__Supplied data__.
──────────

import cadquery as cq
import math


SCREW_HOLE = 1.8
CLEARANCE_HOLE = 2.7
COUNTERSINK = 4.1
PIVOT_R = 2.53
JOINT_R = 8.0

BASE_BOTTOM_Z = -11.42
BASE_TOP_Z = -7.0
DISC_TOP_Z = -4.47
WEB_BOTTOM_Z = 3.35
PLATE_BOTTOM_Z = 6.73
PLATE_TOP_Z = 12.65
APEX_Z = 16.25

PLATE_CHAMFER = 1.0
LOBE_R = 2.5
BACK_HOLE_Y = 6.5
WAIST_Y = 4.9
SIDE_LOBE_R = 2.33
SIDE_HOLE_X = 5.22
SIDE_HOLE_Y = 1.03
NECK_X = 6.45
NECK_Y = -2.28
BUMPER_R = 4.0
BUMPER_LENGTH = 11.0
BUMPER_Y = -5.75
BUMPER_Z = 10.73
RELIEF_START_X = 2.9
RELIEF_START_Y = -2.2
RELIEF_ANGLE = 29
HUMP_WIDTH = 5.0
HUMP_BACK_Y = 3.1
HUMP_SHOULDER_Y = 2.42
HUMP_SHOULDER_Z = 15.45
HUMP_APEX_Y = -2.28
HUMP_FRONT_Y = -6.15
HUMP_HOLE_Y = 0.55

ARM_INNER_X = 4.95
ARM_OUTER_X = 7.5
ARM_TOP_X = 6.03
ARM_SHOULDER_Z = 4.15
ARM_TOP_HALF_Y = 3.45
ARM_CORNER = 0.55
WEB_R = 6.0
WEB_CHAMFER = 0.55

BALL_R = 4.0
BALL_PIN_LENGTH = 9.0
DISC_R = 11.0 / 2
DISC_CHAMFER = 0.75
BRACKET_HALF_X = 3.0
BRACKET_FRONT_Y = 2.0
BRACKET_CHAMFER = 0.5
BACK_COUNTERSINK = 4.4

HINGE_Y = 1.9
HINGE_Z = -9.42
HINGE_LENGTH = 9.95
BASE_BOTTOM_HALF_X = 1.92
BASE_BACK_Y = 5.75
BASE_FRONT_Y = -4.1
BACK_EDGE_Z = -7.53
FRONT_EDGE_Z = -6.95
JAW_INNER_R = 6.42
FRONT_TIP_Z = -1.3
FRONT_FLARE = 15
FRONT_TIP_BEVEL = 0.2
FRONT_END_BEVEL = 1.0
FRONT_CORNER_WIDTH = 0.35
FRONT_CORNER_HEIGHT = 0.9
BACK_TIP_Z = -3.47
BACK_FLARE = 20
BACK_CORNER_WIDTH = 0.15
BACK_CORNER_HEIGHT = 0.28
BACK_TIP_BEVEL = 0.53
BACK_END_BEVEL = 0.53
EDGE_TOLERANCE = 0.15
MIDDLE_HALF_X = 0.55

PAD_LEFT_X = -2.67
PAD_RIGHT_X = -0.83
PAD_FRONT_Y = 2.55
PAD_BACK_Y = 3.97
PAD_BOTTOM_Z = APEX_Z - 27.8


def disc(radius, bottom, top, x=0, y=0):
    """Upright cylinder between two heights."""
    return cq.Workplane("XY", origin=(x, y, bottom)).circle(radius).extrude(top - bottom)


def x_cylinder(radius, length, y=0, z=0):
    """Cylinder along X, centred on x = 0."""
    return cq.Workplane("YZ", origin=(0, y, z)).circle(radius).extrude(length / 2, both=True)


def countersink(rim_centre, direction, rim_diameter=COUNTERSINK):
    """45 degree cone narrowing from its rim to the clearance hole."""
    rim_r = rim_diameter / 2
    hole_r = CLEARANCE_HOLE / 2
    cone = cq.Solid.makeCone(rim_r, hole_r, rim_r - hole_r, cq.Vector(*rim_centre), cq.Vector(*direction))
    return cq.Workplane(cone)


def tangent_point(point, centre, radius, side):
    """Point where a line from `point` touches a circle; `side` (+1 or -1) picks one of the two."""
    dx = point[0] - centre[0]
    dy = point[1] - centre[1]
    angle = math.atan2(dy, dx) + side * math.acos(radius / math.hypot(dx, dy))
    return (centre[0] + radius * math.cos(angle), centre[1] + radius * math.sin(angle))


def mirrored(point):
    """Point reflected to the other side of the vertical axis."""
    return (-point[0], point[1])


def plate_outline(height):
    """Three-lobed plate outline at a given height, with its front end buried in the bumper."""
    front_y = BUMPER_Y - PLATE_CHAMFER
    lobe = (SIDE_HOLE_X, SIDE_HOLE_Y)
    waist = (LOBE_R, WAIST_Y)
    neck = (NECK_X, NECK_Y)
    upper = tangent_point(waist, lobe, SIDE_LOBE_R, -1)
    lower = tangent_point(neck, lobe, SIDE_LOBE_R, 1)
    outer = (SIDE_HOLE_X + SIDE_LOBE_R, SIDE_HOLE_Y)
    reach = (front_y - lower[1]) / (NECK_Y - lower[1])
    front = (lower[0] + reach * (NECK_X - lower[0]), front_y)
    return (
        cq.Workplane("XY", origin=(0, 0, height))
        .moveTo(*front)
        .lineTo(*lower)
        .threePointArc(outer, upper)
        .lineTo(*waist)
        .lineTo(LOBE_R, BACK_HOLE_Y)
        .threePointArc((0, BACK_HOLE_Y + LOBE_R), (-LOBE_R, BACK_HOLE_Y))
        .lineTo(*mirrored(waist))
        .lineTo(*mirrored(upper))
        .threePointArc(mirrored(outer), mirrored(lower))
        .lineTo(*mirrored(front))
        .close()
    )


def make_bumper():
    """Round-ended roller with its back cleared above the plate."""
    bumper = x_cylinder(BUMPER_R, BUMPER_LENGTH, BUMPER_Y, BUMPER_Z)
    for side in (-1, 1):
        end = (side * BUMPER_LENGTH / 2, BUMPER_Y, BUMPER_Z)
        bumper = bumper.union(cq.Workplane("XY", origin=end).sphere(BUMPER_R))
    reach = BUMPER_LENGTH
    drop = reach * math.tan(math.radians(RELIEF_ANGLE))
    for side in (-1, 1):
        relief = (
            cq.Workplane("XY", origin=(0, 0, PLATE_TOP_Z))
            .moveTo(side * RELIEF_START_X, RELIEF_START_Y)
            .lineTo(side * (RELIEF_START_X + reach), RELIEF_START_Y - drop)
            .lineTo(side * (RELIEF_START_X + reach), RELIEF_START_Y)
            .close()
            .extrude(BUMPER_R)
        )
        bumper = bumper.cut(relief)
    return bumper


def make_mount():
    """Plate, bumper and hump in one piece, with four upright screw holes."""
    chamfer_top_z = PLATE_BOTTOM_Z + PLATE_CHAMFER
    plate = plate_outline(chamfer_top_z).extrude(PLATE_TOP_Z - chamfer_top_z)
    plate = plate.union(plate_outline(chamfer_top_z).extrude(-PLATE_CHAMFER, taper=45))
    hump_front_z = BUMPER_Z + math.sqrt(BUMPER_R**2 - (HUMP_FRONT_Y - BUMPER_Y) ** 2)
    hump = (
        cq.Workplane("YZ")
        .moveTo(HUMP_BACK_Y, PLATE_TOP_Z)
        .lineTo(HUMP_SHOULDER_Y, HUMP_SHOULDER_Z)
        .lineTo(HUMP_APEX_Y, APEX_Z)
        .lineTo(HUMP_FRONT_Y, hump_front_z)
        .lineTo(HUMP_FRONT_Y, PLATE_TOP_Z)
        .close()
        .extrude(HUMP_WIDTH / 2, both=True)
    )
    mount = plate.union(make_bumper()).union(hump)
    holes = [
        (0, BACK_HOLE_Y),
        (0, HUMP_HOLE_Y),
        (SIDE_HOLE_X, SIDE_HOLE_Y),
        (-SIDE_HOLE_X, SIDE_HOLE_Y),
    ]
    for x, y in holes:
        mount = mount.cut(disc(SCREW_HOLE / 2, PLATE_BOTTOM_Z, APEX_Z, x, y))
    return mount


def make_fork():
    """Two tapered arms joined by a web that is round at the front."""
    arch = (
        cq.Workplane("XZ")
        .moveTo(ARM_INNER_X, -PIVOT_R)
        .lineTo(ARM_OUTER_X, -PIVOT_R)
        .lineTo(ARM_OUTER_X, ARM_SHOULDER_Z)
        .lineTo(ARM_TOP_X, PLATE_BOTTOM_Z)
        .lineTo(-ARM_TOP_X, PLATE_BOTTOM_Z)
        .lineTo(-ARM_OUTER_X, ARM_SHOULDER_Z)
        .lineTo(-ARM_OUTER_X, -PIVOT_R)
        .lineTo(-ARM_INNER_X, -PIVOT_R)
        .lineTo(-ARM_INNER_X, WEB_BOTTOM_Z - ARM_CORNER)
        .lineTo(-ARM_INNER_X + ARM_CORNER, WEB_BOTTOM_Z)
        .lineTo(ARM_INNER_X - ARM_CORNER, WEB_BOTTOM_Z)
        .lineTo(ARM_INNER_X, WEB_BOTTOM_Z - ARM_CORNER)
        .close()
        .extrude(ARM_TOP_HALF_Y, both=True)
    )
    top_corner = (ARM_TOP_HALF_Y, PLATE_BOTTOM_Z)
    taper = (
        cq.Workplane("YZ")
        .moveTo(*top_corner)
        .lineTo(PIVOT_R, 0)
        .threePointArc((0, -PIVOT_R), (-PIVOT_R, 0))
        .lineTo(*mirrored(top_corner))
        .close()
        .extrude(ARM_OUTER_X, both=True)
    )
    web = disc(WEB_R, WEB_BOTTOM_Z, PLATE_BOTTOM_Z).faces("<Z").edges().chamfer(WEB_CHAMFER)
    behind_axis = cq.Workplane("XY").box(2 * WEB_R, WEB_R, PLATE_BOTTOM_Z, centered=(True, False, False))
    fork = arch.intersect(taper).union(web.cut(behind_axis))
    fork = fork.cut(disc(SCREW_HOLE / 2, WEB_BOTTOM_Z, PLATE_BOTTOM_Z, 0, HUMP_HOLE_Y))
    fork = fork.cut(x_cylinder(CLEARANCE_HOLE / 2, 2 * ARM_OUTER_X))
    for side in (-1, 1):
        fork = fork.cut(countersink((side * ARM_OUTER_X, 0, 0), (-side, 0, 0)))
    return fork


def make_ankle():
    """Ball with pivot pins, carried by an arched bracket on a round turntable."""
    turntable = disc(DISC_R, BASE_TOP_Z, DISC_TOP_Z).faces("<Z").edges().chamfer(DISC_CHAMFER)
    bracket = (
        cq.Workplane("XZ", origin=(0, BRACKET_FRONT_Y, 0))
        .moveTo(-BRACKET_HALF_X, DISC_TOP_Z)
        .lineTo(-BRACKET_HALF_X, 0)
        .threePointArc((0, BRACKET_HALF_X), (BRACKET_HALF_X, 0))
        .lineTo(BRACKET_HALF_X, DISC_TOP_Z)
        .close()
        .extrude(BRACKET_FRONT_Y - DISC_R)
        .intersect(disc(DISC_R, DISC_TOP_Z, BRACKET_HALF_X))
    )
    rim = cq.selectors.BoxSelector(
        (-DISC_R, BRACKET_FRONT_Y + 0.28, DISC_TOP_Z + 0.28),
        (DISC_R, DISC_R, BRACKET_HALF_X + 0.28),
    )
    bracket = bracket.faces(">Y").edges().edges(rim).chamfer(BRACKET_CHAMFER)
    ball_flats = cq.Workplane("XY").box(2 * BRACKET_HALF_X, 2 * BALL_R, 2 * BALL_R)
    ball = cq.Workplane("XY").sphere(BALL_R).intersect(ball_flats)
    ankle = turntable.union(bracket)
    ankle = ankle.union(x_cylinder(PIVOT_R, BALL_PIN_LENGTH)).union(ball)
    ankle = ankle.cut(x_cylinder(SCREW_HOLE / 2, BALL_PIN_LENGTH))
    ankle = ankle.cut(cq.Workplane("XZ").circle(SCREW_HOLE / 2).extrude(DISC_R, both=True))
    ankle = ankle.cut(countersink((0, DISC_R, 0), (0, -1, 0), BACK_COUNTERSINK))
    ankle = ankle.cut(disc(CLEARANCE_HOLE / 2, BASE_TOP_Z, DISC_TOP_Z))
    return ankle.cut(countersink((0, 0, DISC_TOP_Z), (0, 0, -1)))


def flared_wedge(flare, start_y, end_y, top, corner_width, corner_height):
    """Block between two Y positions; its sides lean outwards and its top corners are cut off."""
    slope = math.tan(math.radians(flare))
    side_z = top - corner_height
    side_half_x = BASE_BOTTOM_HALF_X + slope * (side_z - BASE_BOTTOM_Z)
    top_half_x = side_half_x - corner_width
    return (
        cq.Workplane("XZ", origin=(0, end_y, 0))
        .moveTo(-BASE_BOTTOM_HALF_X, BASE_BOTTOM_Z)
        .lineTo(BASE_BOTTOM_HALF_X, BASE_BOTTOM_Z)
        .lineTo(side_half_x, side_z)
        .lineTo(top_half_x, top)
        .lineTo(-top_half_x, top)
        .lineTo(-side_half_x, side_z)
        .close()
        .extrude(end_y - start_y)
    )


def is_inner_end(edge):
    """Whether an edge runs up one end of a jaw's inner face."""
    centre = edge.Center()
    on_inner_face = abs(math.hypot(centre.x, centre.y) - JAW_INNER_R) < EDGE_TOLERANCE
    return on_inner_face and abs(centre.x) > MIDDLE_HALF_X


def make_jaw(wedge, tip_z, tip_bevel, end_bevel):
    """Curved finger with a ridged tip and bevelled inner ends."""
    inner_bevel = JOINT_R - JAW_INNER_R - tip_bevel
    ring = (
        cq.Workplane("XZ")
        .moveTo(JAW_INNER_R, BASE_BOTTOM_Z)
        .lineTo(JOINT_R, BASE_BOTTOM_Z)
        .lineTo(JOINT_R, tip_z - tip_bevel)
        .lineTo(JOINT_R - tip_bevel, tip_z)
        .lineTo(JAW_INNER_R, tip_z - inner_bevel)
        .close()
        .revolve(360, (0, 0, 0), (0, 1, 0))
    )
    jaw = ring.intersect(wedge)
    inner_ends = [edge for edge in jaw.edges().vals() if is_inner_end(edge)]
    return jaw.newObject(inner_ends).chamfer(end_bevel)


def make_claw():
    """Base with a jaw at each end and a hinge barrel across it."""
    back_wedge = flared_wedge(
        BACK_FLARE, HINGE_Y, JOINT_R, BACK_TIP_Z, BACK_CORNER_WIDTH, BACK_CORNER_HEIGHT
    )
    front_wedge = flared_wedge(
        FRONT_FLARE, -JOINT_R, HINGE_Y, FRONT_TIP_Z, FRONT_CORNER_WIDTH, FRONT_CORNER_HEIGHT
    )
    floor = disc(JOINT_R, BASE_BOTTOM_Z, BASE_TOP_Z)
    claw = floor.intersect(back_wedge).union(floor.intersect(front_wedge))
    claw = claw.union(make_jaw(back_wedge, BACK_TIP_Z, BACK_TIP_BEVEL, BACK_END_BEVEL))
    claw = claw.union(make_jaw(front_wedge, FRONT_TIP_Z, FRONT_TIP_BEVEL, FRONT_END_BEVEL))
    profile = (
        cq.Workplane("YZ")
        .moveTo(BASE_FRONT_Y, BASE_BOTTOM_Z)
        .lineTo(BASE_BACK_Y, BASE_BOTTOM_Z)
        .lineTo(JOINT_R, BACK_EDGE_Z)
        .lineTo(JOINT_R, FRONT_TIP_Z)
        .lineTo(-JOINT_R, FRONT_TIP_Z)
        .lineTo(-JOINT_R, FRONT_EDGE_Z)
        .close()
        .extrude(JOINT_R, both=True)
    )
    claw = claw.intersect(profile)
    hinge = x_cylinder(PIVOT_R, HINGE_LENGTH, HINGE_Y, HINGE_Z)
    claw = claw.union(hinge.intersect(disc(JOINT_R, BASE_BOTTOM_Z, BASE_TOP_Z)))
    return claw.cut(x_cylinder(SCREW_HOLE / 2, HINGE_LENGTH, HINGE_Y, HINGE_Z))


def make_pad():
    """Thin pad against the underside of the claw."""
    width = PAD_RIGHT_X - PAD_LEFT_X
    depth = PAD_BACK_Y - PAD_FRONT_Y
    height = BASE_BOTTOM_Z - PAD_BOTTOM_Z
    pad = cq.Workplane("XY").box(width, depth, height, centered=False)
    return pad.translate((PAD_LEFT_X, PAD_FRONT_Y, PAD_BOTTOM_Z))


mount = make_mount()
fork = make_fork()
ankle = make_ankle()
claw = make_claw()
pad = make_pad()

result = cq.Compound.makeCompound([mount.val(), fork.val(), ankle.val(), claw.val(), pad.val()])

──────────

All lines in the listing above between the line with "LOBE_R = 2.5" and the line with "hole_r = CLEARANCE_HOLE / 2", inclusive, should be set down exactly, and no line outside that range.

__Exercise result__.
LOBE_R = 2.5
BACK_HOLE_Y = 6.5
WAIST_Y = 4.9
SIDE_LOBE_R = 2.33
SIDE_HOLE_X = 5.22
SIDE_HOLE_Y = 1.03
NECK_X = 6.45
NECK_Y = -2.28
BUMPER_R = 4.0
BUMPER_LENGTH = 11.0
BUMPER_Y = -5.75
BUMPER_Z = 10.73
RELIEF_START_X = 2.9
RELIEF_START_Y = -2.2
RELIEF_ANGLE = 29
HUMP_WIDTH = 5.0
HUMP_BACK_Y = 3.1
HUMP_SHOULDER_Y = 2.42
HUMP_SHOULDER_Z = 15.45
HUMP_APEX_Y = -2.28
HUMP_FRONT_Y = -6.15
HUMP_HOLE_Y = 0.55

ARM_INNER_X = 4.95
ARM_OUTER_X = 7.5
ARM_TOP_X = 6.03
ARM_SHOULDER_Z = 4.15
ARM_TOP_HALF_Y = 3.45
ARM_CORNER = 0.55
WEB_R = 6.0
WEB_CHAMFER = 0.55

BALL_R = 4.0
BALL_PIN_LENGTH = 9.0
DISC_R = 11.0 / 2
DISC_CHAMFER = 0.75
BRACKET_HALF_X = 3.0
BRACKET_FRONT_Y = 2.0
BRACKET_CHAMFER = 0.5
BACK_COUNTERSINK = 4.4

HINGE_Y = 1.9
HINGE_Z = -9.42
HINGE_LENGTH = 9.95
BASE_BOTTOM_HALF_X = 1.92
BASE_BACK_Y = 5.75
BASE_FRONT_Y = -4.1
BACK_EDGE_Z = -7.53
FRONT_EDGE_Z = -6.95
JAW_INNER_R = 6.42
FRONT_TIP_Z = -1.3
FRONT_FLARE = 15
FRONT_TIP_BEVEL = 0.2
FRONT_END_BEVEL = 1.0
FRONT_CORNER_WIDTH = 0.35
FRONT_CORNER_HEIGHT = 0.9
BACK_TIP_Z = -3.47
BACK_FLARE = 20
BACK_CORNER_WIDTH = 0.15
BACK_CORNER_HEIGHT = 0.28
BACK_TIP_BEVEL = 0.53
BACK_END_BEVEL = 0.53
EDGE_TOLERANCE = 0.15
MIDDLE_HALF_X = 0.55

PAD_LEFT_X = -2.67
PAD_RIGHT_X = -0.83
PAD_FRONT_Y = 2.55
PAD_BACK_Y = 3.97
PAD_BOTTOM_Z = APEX_Z - 27.8


def disc(radius, bottom, top, x=0, y=0):
    """Upright cylinder between two heights."""
    return cq.Workplane("XY", origin=(x, y, bottom)).circle(radius).extrude(top - bottom)


def x_cylinder(radius, length, y=0, z=0):
    """Cylinder along X, centred on x = 0."""
    return cq.Workplane("YZ", origin=(0, y, z)).circle(radius).extrude(length / 2, both=True)


def countersink(rim_centre, direction, rim_diameter=COUNTERSINK):
    """45 degree cone narrowing from its rim to the clearance hole."""
    rim_r = rim_diameter / 2
    hole_r = CLEARANCE_HOLE / 2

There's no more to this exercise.